🤖 AI Summary
Prior work on behavior change interventions is largely confined to text-only LLM interactions, lacking effective paradigms for synergistic LLM–UI collaboration in health coaching. Method: We propose a hybrid health coaching framework integrating LLM-driven dialogue with mature UI interaction, specifically targeting physical activity promotion. We construct a red-teaming–evaluated safety benchmark dataset and conduct a randomized controlled field trial (N=XX, four-week duration) to systematically assess the LLM’s capacity to shape positive psychological constructs—including self-compassion, activity enjoyment, and behavioral beliefs. Results: Both groups achieved recommended physical activity levels (+100%), but the LLM-augmented group demonstrated statistically significant improvements over controls across cognitive and affective dimensions. This study provides the first empirical validation of synergistic multimodal human–AI interaction in behavioral intervention, establishing a reproducible methodology and safety-aware evaluation paradigm for LLM-powered digital health.
📝 Abstract
Large language models (LLMs) offer novel opportunities to support health behavior change, yet existing work has narrowly focused on text-only interactions.
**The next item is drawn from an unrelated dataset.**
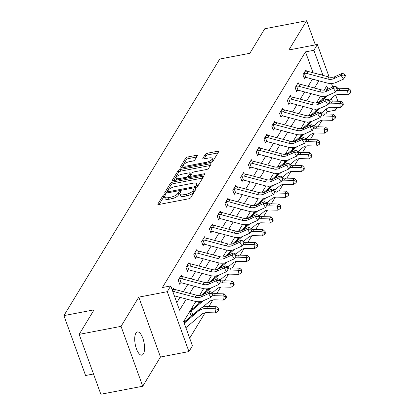 <?xml version="1.0" encoding="UTF-8"?>
<svg xmlns="http://www.w3.org/2000/svg" width="415" height="415" viewBox="0 0 415 415"><rect width="100%" height="100%" fill="white"/><g stroke="black" fill="none" stroke-linecap="round" stroke-linejoin="round"><path stroke-width="0.62" d="M164.589 194.609A1.266 0.457 -19.9 0 0 163.09 195.398L157.882 203.978A1.81 0.648 -19.9 0 0 157.825 204.279A1.81 0.648 -19.9 0 0 159.033 204.471L188.633 198.806A1.81 0.648 -19.9 0 0 190.77 197.685L195.979 189.105A1.266 0.457 -19.9 0 0 196.02 188.892A1.266 0.457 -19.9 0 0 195.169 188.758A1.266 0.457 -19.9 0 0 193.675 189.541L193.001 190.656A5.789 2.075 -19.9 0 1 186.169 194.246L183.705 194.718A5.789 2.075 -19.9 0 1 179.83 194.106A5.789 2.075 -19.9 0 1 180.011 193.141L180.686 192.031A1.266 0.457 -19.9 0 0 180.727 191.818A1.266 0.457 -19.9 0 0 179.882 191.683A1.266 0.457 -19.9 0 0 178.383 192.472L177.708 193.582A5.789 2.075 -19.9 0 1 170.881 197.172L168.412 197.644A5.789 2.075 -19.9 0 1 164.537 197.032A5.789 2.075 -19.9 0 1 164.719 196.067L165.393 194.957A1.266 0.457 -19.9 0 0 165.435 194.744A1.266 0.457 -19.9 0 0 164.589 194.609M164.553 196.414A1.266 0.457 -19.9 0 0 163.676 197.016L159.163 204.445M195.081 190.584A1.266 0.457 -19.9 0 0 194.262 191.159L193.587 192.275L193.001 190.656M179.845 193.489A1.266 0.457 -19.9 0 0 178.969 194.09L178.294 195.2L177.708 193.582M135.881 333.178A11.802 4.482 79.2 0 0 135.757 346.655A11.802 4.482 79.2 0 0 141.852 355.126A11.802 4.482 79.2 0 0 143.382 353.896A11.802 4.482 79.2 0 0 143.507 340.425A11.802 4.482 79.2 0 0 137.417 331.948A11.802 4.482 79.2 0 0 135.881 333.178M197.358 155.843A1.81 0.648 -19.9 0 0 197.416 155.542A1.81 0.648 -19.9 0 0 196.202 155.35L187.902 156.943A1.81 0.648 -19.9 0 0 185.764 158.063L179.975 167.593A1.81 0.648 -19.9 0 0 179.918 167.893A1.81 0.648 -19.9 0 0 181.132 168.085L210.727 162.421A1.81 0.648 -19.9 0 0 212.864 161.3L218.653 151.771A1.81 0.648 -19.9 0 0 218.71 151.465A1.81 0.648 -19.9 0 0 217.496 151.278L207.469 153.197A1.81 0.648 -19.9 0 0 205.332 154.318L202.857 158.395A1.81 0.648 -19.9 0 0 202.8 158.696A1.81 0.648 -19.9 0 0 204.009 158.888L208.984 157.939A4.84 1.733 -19.9 0 1 212.226 158.452A4.84 1.733 -19.9 0 1 206.359 162.26L186.875 165.99A4.84 1.733 -19.9 0 1 183.632 165.476A4.84 1.733 -19.9 0 1 189.499 161.668L192.747 161.046A1.81 0.648 -19.9 0 0 194.879 159.92L197.358 155.843M313.055 72.75L305.497 51.875L313.875 50.272L317.371 44.509L329.142 77.024M79.166 334.365L121.05 326.351L142.729 386.235L100.845 394.25L79.166 334.365L94.06 309.844L63.905 315.618L219.706 59.055L249.861 53.286L264.749 28.765L306.633 20.75L288.892 49.961L317.371 44.509M142.729 386.235L160.465 357.025L138.786 297.14L121.05 326.351M138.786 297.14L167.266 291.688L170.767 285.93L179.555 310.207L186.345 299.023M305.497 51.875L162.39 287.533L170.767 285.93M172.645 182.061A1.81 0.648 -19.9 0 0 170.508 183.181L164.724 192.71A1.81 0.648 -19.9 0 0 164.667 193.011A1.81 0.648 -19.9 0 0 165.876 193.203L195.475 187.538A1.81 0.648 -19.9 0 0 197.613 186.418L203.397 176.889A1.81 0.648 -19.9 0 0 203.454 176.588A1.81 0.648 -19.9 0 0 202.245 176.396L172.645 182.061L173.231 183.679A1.81 0.648 -19.9 0 0 171.094 184.8L166.005 193.177M172.35 180.151L178.139 170.622A1.81 0.648 -19.9 0 1 180.271 169.502L209.871 163.837A1.81 0.648 -19.9 0 1 211.085 164.029A1.81 0.648 -19.9 0 1 211.022 164.33L208.548 168.407A1.81 0.648 -19.9 0 1 206.411 169.528L194.407 171.826A1.81 0.648 -19.9 0 0 192.275 172.946L190.63 175.654A1.81 0.648 -19.9 0 0 190.573 175.955A1.81 0.648 -19.9 0 0 191.787 176.147L204.284 173.755A1.266 0.457 -19.9 0 1 205.129 173.89A1.266 0.457 -19.9 0 1 203.594 174.886L173.501 180.644A1.81 0.648 -19.9 0 1 172.292 180.452A1.81 0.648 -19.9 0 1 172.35 180.151L172.531 180.65M315.369 44.893L306.633 20.75M63.905 315.618L85.583 375.502L93.51 373.982M176.79 302.571L179.97 297.332M183.378 291.719L187.767 284.493M191.175 278.88L195.558 271.659M198.967 266.046L203.355 258.82M206.763 253.212L211.152 245.986M214.56 240.373L218.944 233.147M222.352 227.539L226.74 220.313M230.149 214.7L234.537 207.474M237.945 201.866L242.329 194.64M245.737 189.027L250.126 181.806M253.534 176.193L257.923 168.967M261.331 163.354L265.714 156.133M269.122 150.521L273.511 143.294M276.919 137.687L281.308 130.46M284.716 124.848L289.099 117.621M292.508 112.014L296.896 104.788M300.304 99.175L304.693 91.948M308.101 86.341L312.485 79.115M173.911 289.4L173.434 288.077L172.246 290.028M181.708 276.566L181.225 275.238L178.227 280.177L179.695 284.223L180.504 282.885M189.499 263.727L189.022 262.404L186.024 267.338L187.487 271.384L188.301 270.051M197.296 250.893L196.819 249.565L193.821 254.504L195.283 258.55L196.093 257.217M205.093 238.054L204.611 236.732L201.612 241.67L203.08 245.716L203.89 244.378M212.885 225.221L212.407 223.893L209.409 228.831L210.872 232.877L211.686 231.544M220.681 212.381L220.204 211.059L217.206 215.997L218.669 220.043L219.478 218.705M228.478 199.548L227.996 198.225L224.997 203.158L226.466 207.204L227.275 205.871M236.27 186.714L235.793 185.386L232.794 190.324L234.257 194.37L235.072 193.032M244.067 173.875L243.589 172.552L240.591 177.485L242.054 181.531L242.863 180.198M251.864 161.041L251.381 159.713L248.383 164.651L249.851 168.698L250.66 167.359M259.655 148.202L259.178 146.879L256.18 151.812L257.642 155.858L258.457 154.525M267.452 135.368L266.975 134.04L263.976 138.978L265.439 143.025L266.248 141.691M275.249 122.529L274.766 121.206L271.768 126.144L273.236 130.191L274.045 128.852M283.04 109.695L282.563 108.367L279.565 113.305L281.028 117.352L281.842 116.018M290.837 96.856L290.36 95.533L287.362 100.472L288.824 104.518L289.634 103.179M298.634 84.022L298.152 82.699L295.153 87.632L296.621 91.679L297.431 90.346M306.426 71.188L305.948 69.86L302.95 74.799L304.413 78.845L305.227 77.506M189.676 338.178L205.088 312.796M208.906 306.514L212.885 299.962M216.703 293.675L220.681 287.128M224.499 280.841L228.473 274.289M232.291 268.002L236.27 261.455M240.088 255.168L244.067 248.616M247.885 242.329L251.858 235.782M255.676 229.495L259.655 222.943M263.473 216.656L267.452 210.109M271.27 203.822L275.244 197.27M279.062 190.988L283.04 184.436M286.858 178.149L290.837 171.603M294.655 165.315L298.629 158.763M302.447 152.476L306.426 145.93M310.244 139.642L314.222 133.091M318.04 126.803L322.014 120.257M325.832 113.969L327.176 111.76L326.206 109.078M322.569 99.035L321.563 96.259M185.422 321.2L185.152 320.447L183.964 322.398M192.052 315.545L192.223 315.255M191.274 316.209L189.946 312.547L192.944 307.608L193.219 308.366M199.843 302.706L200.02 302.421M199.065 303.37L198.469 301.721M200.943 295.33L200.741 294.775L200.336 295.439M207.64 289.872L207.811 289.587M206.862 290.536L206.265 288.882M208.735 282.49L208.538 281.935L208.128 282.605M215.437 277.033L215.608 276.748M214.659 277.697L214.057 276.048M216.531 269.657L216.329 269.102L215.925 269.771M223.229 264.199L223.405 263.914M222.45 264.863L221.854 263.209M224.328 256.818L224.126 256.263L223.721 256.932M231.025 251.36L231.197 251.075M230.247 252.024L229.651 250.375M232.12 243.984L231.923 243.429L231.513 244.098M238.817 238.526L238.993 238.241M238.044 239.19L237.442 237.541M239.917 231.15L239.714 230.595L239.31 231.259M246.614 225.687L246.79 225.402M245.836 226.351L245.239 224.702M247.714 218.311L247.511 217.756L247.107 218.425M254.411 212.854L254.582 212.568M253.632 213.518L253.036 211.868M255.505 205.477L255.303 204.922L254.898 205.586M262.202 200.02L262.379 199.729M261.429 200.684L260.828 199.029M263.302 192.638L263.1 192.083L262.695 192.752M269.999 187.181L270.175 186.895M269.221 187.845L268.624 186.195M271.099 179.804L270.896 179.249L270.492 179.913M277.796 174.347L277.967 174.061M277.018 175.011L276.421 173.356M278.89 166.965L278.688 166.41L278.283 167.079M285.587 161.508L285.764 161.222M284.815 162.172L284.213 160.522M286.687 154.131L286.485 153.576L286.08 154.245M293.384 148.674L293.561 148.388M292.606 149.338L292.01 147.683M294.484 141.297L294.282 140.737L293.877 141.406M301.181 135.835L301.352 135.549M300.403 136.499L299.806 134.849M302.276 128.458L302.073 127.903L301.669 128.572M308.973 123.001L309.149 122.716M308.2 123.665L307.598 122.015M310.072 115.624L309.87 115.069L309.466 115.733M316.769 110.162L316.946 109.876M315.991 110.826L315.395 109.176M317.869 102.785L317.667 102.23L317.262 102.899M337.208 107.428L335.553 110.157L334.542 107.355M327.176 111.76L335.553 110.157M195.828 301.492L183.653 321.537L192.441 345.814L188.944 351.572L167.266 291.688M160.465 357.025L188.944 351.572M331.481 83.493L332.742 86.963M335.709 95.17L337.909 101.244M322.268 75.198L322.663 74.55L313.875 50.272M189.754 293.415L194.137 286.189M197.545 280.576L201.934 273.35M205.342 267.742L209.731 260.516M213.139 254.903L217.522 247.682M220.93 242.07L225.319 234.843M228.727 229.23L233.116 222.009M236.524 216.397L240.907 209.17M244.316 203.563L248.704 196.337M252.113 190.724L256.501 183.497M259.904 177.89L264.293 170.664M267.701 165.051L272.09 157.825M275.498 152.217L279.886 144.991M283.289 139.378L287.678 132.157M291.086 126.544L295.475 119.318M298.883 113.705L303.272 106.484M306.675 100.871L311.063 93.645M314.471 88.037L318.86 80.811M327.933 89.116L326.766 85.879L324.172 90.148M320.546 96.114L316.375 102.982M312.754 108.948L308.578 115.821M304.958 121.787L300.787 128.655M297.161 134.621L292.99 141.494M289.369 147.46L285.193 154.328M281.572 160.294L277.402 167.167M273.776 173.128L269.605 180.001M265.984 185.967L261.808 192.84M258.187 198.801L254.016 205.674M250.39 211.64L246.22 218.508M242.599 224.474L238.423 231.347M234.802 237.313L230.631 244.181M227.005 250.146L222.834 257.02M219.213 262.986L215.037 269.854M211.417 275.819L207.246 282.693M203.62 288.653L199.449 295.527M332.275 101.099L331.336 98.516M321.008 74.866L322.663 74.55M164.537 197.032L165.123 198.65A5.789 2.075 -19.9 0 0 168.998 199.262L168.412 197.644M178.294 195.2A5.789 2.075 -19.9 0 1 171.462 198.79L168.998 199.262M179.83 194.106L180.416 195.724A5.789 2.075 -19.9 0 0 184.291 196.337L183.705 194.718M193.587 192.275A5.789 2.075 -19.9 0 1 186.755 195.864L184.291 196.337M202.702 178.035L173.231 183.679M167.567 191.382A1.266 0.457 -19.9 0 0 167.525 191.595A1.266 0.457 -19.9 0 0 168.371 191.725L194.355 186.755A1.266 0.457 -19.9 0 0 195.849 185.972L196.56 184.8A5.789 2.075 -19.9 0 0 196.741 183.835A5.789 2.075 -19.9 0 0 192.866 183.222L175.109 186.62A5.789 2.075 -19.9 0 0 168.277 190.21L167.567 191.382M196.741 183.835L197.327 185.453A5.789 2.075 -19.9 0 1 197.146 186.418L196.726 187.113M173.636 180.618L178.725 172.241L178.139 170.622M210.327 165.476L180.857 171.12A1.81 0.648 -19.9 0 0 178.725 172.241M181.952 174.212A4.84 1.733 -19.9 0 0 176.09 178.019A4.84 1.733 -19.9 0 0 179.327 178.533L186.195 177.215A1.81 0.648 -19.9 0 0 188.327 176.095L189.971 173.387A1.81 0.648 -19.9 0 0 190.029 173.086A1.81 0.648 -19.9 0 0 188.82 172.894L181.952 174.212M176.09 178.019L176.676 179.638A4.84 1.733 -19.9 0 0 176.956 179.986M190.029 173.086L190.615 174.705A1.81 0.648 -19.9 0 1 190.558 175.006L188.929 177.693M183.632 165.476L184.219 167.095A4.84 1.733 -19.9 0 0 184.499 167.442M210.924 162.379A4.84 1.733 -19.9 0 0 212.807 160.071L212.226 158.452M217.953 152.917L208.055 154.816A1.81 0.648 -19.9 0 0 205.918 155.936L204.139 158.862M196.658 156.995L188.483 158.561A1.81 0.648 -19.9 0 0 186.351 159.682L181.262 168.059M185.837 327.565A6.453 5.504 -148.7 0 0 187.009 326.818L201.457 314.482A9.218 7.864 31.3 0 1 206.94 312.661L215.561 312.889L215.063 308.765L216.314 306.711L207.692 306.478A13.83 11.791 -148.7 0 0 199.465 309.211L185.017 321.547A1.842 1.572 31.3 0 1 184.774 321.713L184.338 321.781M217.88 309.445L218.083 311.094L218.581 310.275L218.383 308.625L217.88 309.445L215.063 308.765L206.442 308.537A13.83 11.791 -148.7 0 0 198.214 311.271L184.255 323.192M216.314 306.711L218.383 308.625M218.083 311.094L215.561 312.889M172.77 291.46A6.453 5.504 31.3 0 1 174.295 291.693L195.221 297.259A9.218 7.864 -148.7 0 0 201.228 296.881L208.579 293.592L209.824 291.538L202.479 294.821A9.218 7.864 -148.7 0 1 196.471 295.2L175.545 289.634A6.453 5.504 31.3 0 0 173.091 289.437L172.619 289.411M213.056 293.919L212.112 292.409L211.614 293.234L212.558 294.738L213.056 293.919M211.614 293.234L208.579 293.592L210.934 297.358L203.589 300.647A13.83 11.791 31.3 0 1 194.573 301.212L174.352 295.833M210.934 297.358L212.558 294.738M212.112 292.409L209.824 291.538M192.804 315.032L191.071 315.659M201.4 301.378L192.814 308.708A1.842 1.572 31.3 0 1 192.57 308.879L192.135 308.947M190.76 311.209L191.32 310.934L192.768 314.928M202.562 307.359L209.248 301.643A9.218 7.864 31.3 0 1 214.737 299.822L223.358 300.055L222.86 295.931L214.239 295.698A13.83 11.791 -148.7 0 0 211.878 295.838M225.677 296.611L225.874 298.261L226.377 297.436L226.175 295.786L225.677 296.611L222.86 295.931L224.11 293.872L215.489 293.644A13.83 11.791 -148.7 0 0 212.988 293.804M203.246 300.792L191.564 310.768A1.842 1.572 31.3 0 1 191.32 310.934M224.11 293.872L226.175 295.786M225.874 298.261L223.358 300.055M200.601 302.198L198.868 302.82M212.361 292.808L217.045 288.809A9.218 7.864 31.3 0 1 222.533 286.988L231.155 287.216L230.657 283.092L222.035 282.864A13.83 11.791 -148.7 0 0 219.67 283.004M233.474 283.777L233.671 285.427L234.169 284.602L233.972 282.952L233.474 283.777L230.657 283.092L231.902 281.038L223.286 280.805A13.83 11.791 -148.7 0 0 220.78 280.965M209.191 288.544L201.374 295.221M211.043 287.958L203.573 294.334M200.372 301.575L200.564 302.094M231.902 281.038L233.972 282.952M233.671 285.427L231.155 287.216M179.041 278.839L179.638 278.657A6.453 5.504 31.3 0 1 182.092 278.854L203.013 284.42A9.218 7.864 -148.7 0 0 209.025 284.042L216.371 280.758L217.621 278.698L210.275 281.987L209.025 284.042M210.275 281.987A9.218 7.864 -148.7 0 1 204.263 282.366L183.342 276.8A6.453 5.504 31.3 0 0 180.888 276.598L180.416 276.577M219.411 280.395L220.355 281.904L220.853 281.08L219.909 279.575L219.411 280.395L216.371 280.758L218.731 284.524L211.385 287.808A13.83 11.791 31.3 0 1 202.37 288.378L181.448 282.812A1.842 1.572 -148.7 0 0 181.122 282.755L179.353 283.289M179.638 278.657L181.122 282.755M218.731 284.524L220.355 281.904M219.909 279.575L217.621 278.698M186.833 266.005L187.43 265.818A6.453 5.504 31.3 0 1 189.888 266.02L210.81 271.586A9.218 7.864 -148.7 0 0 216.822 271.208L224.167 267.919L225.418 265.865L218.067 269.148L216.822 271.208M218.067 269.148A9.218 7.864 -148.7 0 1 212.06 269.527L191.139 263.961A6.453 5.504 31.3 0 0 188.68 263.764L188.213 263.738M227.202 267.561L228.146 269.065L228.649 268.246L227.705 266.736L227.202 267.561L224.167 267.919L226.528 271.69L219.177 274.974A13.83 11.791 31.3 0 1 210.166 275.539L189.24 269.978A1.842 1.572 -148.7 0 0 188.913 269.916L187.149 270.45M187.43 265.818L188.913 269.916M226.528 271.69L228.146 269.065M227.705 266.736L225.418 265.865M208.392 289.359L206.665 289.986M220.157 279.969L224.842 275.975A9.218 7.864 31.3 0 1 230.325 274.149L238.947 274.382L238.449 270.258L229.827 270.03A13.83 11.791 -148.7 0 0 227.467 270.165M241.265 270.938L241.468 272.588L241.966 271.763L241.769 270.118L241.265 270.938L238.449 270.258L239.699 268.199L231.077 267.971A13.83 11.791 -148.7 0 0 228.577 268.132M216.988 275.705L209.17 282.382M218.835 275.119L211.37 281.495M208.169 288.736L208.356 289.255M239.699 268.199L241.769 270.118M241.468 272.588L238.947 274.382M216.189 276.525L214.456 277.147M227.954 267.136L232.633 263.136A9.218 7.864 31.3 0 1 238.122 261.315L246.743 261.543L246.245 257.419L237.624 257.191A13.83 11.791 -148.7 0 0 235.264 257.331M249.062 258.104L249.259 259.754L249.763 258.929L249.56 257.279L249.062 258.104L246.245 257.419L247.496 255.365L238.874 255.137A13.83 11.791 -148.7 0 0 236.374 255.298M224.785 262.871L216.967 269.548M226.632 262.285L219.167 268.661M215.966 275.902L216.153 276.421M247.496 255.365L249.56 257.279M249.259 259.754L246.743 261.543M223.986 263.686L222.253 264.314M235.746 254.296L240.43 250.302A9.218 7.864 31.3 0 1 245.919 248.476L254.535 248.71L254.042 244.585L245.421 244.357A13.83 11.791 -148.7 0 0 243.055 244.497M256.859 245.265L257.056 246.915L257.554 246.095L257.357 244.445L256.859 245.265L254.042 244.585L255.287 242.526L246.671 242.298A13.83 11.791 -148.7 0 0 244.165 242.459M232.576 250.032L224.759 256.709M234.423 249.446L226.958 255.822M223.758 263.063L223.95 263.587M255.287 242.526L257.357 244.445M257.056 246.915L254.535 248.71M194.63 253.171L195.226 252.984A6.453 5.504 31.3 0 1 197.68 253.186L218.606 258.747A9.218 7.864 -148.7 0 0 224.614 258.369L231.964 255.085L233.209 253.026L225.864 256.314L224.614 258.369M225.864 256.314A9.218 7.864 -148.7 0 1 219.857 256.693L198.93 251.127A6.453 5.504 31.3 0 0 196.477 250.925L196.005 250.904M234.999 254.722L235.943 256.231L236.441 255.407L235.497 253.902L234.999 254.722L231.964 255.085L234.319 258.851L226.974 262.14A13.83 11.791 31.3 0 1 217.958 262.705L197.037 257.139A1.842 1.572 -148.7 0 0 196.71 257.082L194.946 257.616M195.226 252.984L196.71 257.082M234.319 258.851L235.943 256.231M235.497 253.902L233.209 253.026M202.427 240.332L203.023 240.145A6.453 5.504 31.3 0 1 205.477 240.347L226.398 245.913A9.218 7.864 -148.7 0 0 232.41 245.535L239.756 242.246L241.006 240.192L233.661 243.475L232.41 245.535M233.661 243.475A9.218 7.864 -148.7 0 1 227.648 243.854L206.727 238.293A6.453 5.504 31.3 0 0 204.273 238.091L203.801 238.065M242.796 241.888L243.74 243.392L244.238 242.573L243.294 241.063L242.796 241.888L239.756 242.246L242.116 246.017L234.771 249.301A13.83 11.791 31.3 0 1 225.755 249.872L204.834 244.305A1.842 1.572 -148.7 0 0 204.507 244.243L202.738 244.777M203.023 240.145L204.507 244.243M242.116 246.017L243.74 243.392M243.294 241.063L241.006 240.192M210.218 227.498L210.815 227.311A6.453 5.504 31.3 0 1 213.274 227.513L234.195 233.074A9.218 7.864 -148.7 0 0 240.202 232.696L247.553 229.412L248.803 227.353L241.452 230.641L240.202 232.696M241.452 230.641A9.218 7.864 -148.7 0 1 235.445 231.02L214.519 225.454A6.453 5.504 31.3 0 0 212.065 225.252L211.598 225.231M250.587 229.049L251.532 230.558L252.035 229.734L251.091 228.229L250.587 229.049L247.553 229.412L249.913 233.178L242.562 236.467A13.83 11.791 31.3 0 1 233.552 237.032L212.625 231.466A1.842 1.572 -148.7 0 0 212.298 231.409L210.535 231.944M210.815 227.311L212.298 231.409M249.913 233.178L251.532 230.558M251.091 228.229L248.803 227.353M218.015 214.659L218.612 214.477A6.453 5.504 31.3 0 1 221.065 214.674L241.992 220.241A9.218 7.864 -148.7 0 0 247.999 219.862L255.35 216.578L256.595 214.519L249.249 217.802L247.999 219.862M249.249 217.802A9.218 7.864 -148.7 0 1 243.242 218.181L222.316 212.62A6.453 5.504 31.3 0 0 219.862 212.418L219.39 212.392M258.384 216.215L259.328 217.719L259.826 216.9L258.882 215.39L258.384 216.215L255.35 216.578L257.705 220.344L250.359 223.628A13.83 11.791 31.3 0 1 241.343 224.199L220.422 218.632A1.842 1.572 -148.7 0 0 220.095 218.575L218.332 219.104M218.612 214.477L220.095 218.575M257.705 220.344L259.328 217.719M258.882 215.39L256.595 214.519M225.812 201.825L226.408 201.638A6.453 5.504 31.3 0 1 228.862 201.84L249.783 207.407A9.218 7.864 -148.7 0 0 255.796 207.028L263.141 203.739L264.391 201.685L257.046 204.969L255.796 207.028M257.046 204.969A9.218 7.864 -148.7 0 1 251.034 205.347L230.112 199.781A6.453 5.504 31.3 0 0 227.653 199.584L227.187 199.558M266.181 203.381L267.125 204.886L267.623 204.061L266.679 202.556L266.181 203.381L263.141 203.739L265.501 207.505L258.156 210.794A13.83 11.791 31.3 0 1 249.14 211.36L228.214 205.793A1.842 1.572 -148.7 0 0 227.892 205.736L226.123 206.271M226.408 201.638L227.892 205.736M265.501 207.505L267.125 204.886M266.679 202.556L264.391 201.685M233.604 188.986L234.2 188.804A6.453 5.504 31.3 0 1 236.659 189.001L257.58 194.568A9.218 7.864 -148.7 0 0 263.587 194.189L270.938 190.905L272.188 188.846L264.837 192.135L263.587 194.189M264.837 192.135A9.218 7.864 -148.7 0 1 258.83 192.513L237.904 186.947A6.453 5.504 31.3 0 0 235.45 186.745L234.983 186.724M273.973 190.542L274.917 192.052L275.415 191.227L274.476 189.722L273.973 190.542L270.938 190.905L273.298 194.671L265.948 197.955A13.83 11.791 31.3 0 1 256.937 198.526L236.011 192.959A1.842 1.572 -148.7 0 0 235.684 192.902L233.92 193.432M234.2 188.804L235.684 192.902M273.298 194.671L274.917 192.052M274.476 189.722L272.188 188.846M241.4 176.152L241.997 175.965A6.453 5.504 31.3 0 1 244.451 176.168L265.377 181.734A9.218 7.864 -148.7 0 0 271.384 181.355L278.735 178.066L279.98 176.012L272.634 179.296L271.384 181.355M272.634 179.296A9.218 7.864 -148.7 0 1 266.627 179.674L245.701 174.108A6.453 5.504 31.3 0 0 243.247 173.911L242.775 173.885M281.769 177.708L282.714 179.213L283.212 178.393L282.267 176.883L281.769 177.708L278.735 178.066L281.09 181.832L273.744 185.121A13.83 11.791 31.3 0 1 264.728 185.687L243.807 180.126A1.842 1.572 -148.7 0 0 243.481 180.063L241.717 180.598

Building on decades of HCI research demonstrating the effectiveness of UI-based interactions, we present Bloom, an application for physical activity promotion that integrates an LLM-based health coaching chatbot with established UI-based interactions. As part of Bloom's development, we conducted a redteaming evaluation and contribute a safety benchmark dataset. In a four-week randomized field study (N=54) comparing Bloom to a non-LLM control, we observed important shifts in psychological outcomes: participants in the LLM condition reported stronger beliefs that activity was beneficial, greater enjoyment, and more self-compassion. Both conditions significantly increased physical activity levels, doubling the proportion of participants meeting recommended weekly guidelines, though we observed no significant differences between conditions. Instead, our findings suggest that LLMs may be more effective at shifting mindsets that precede longer-term behavior change.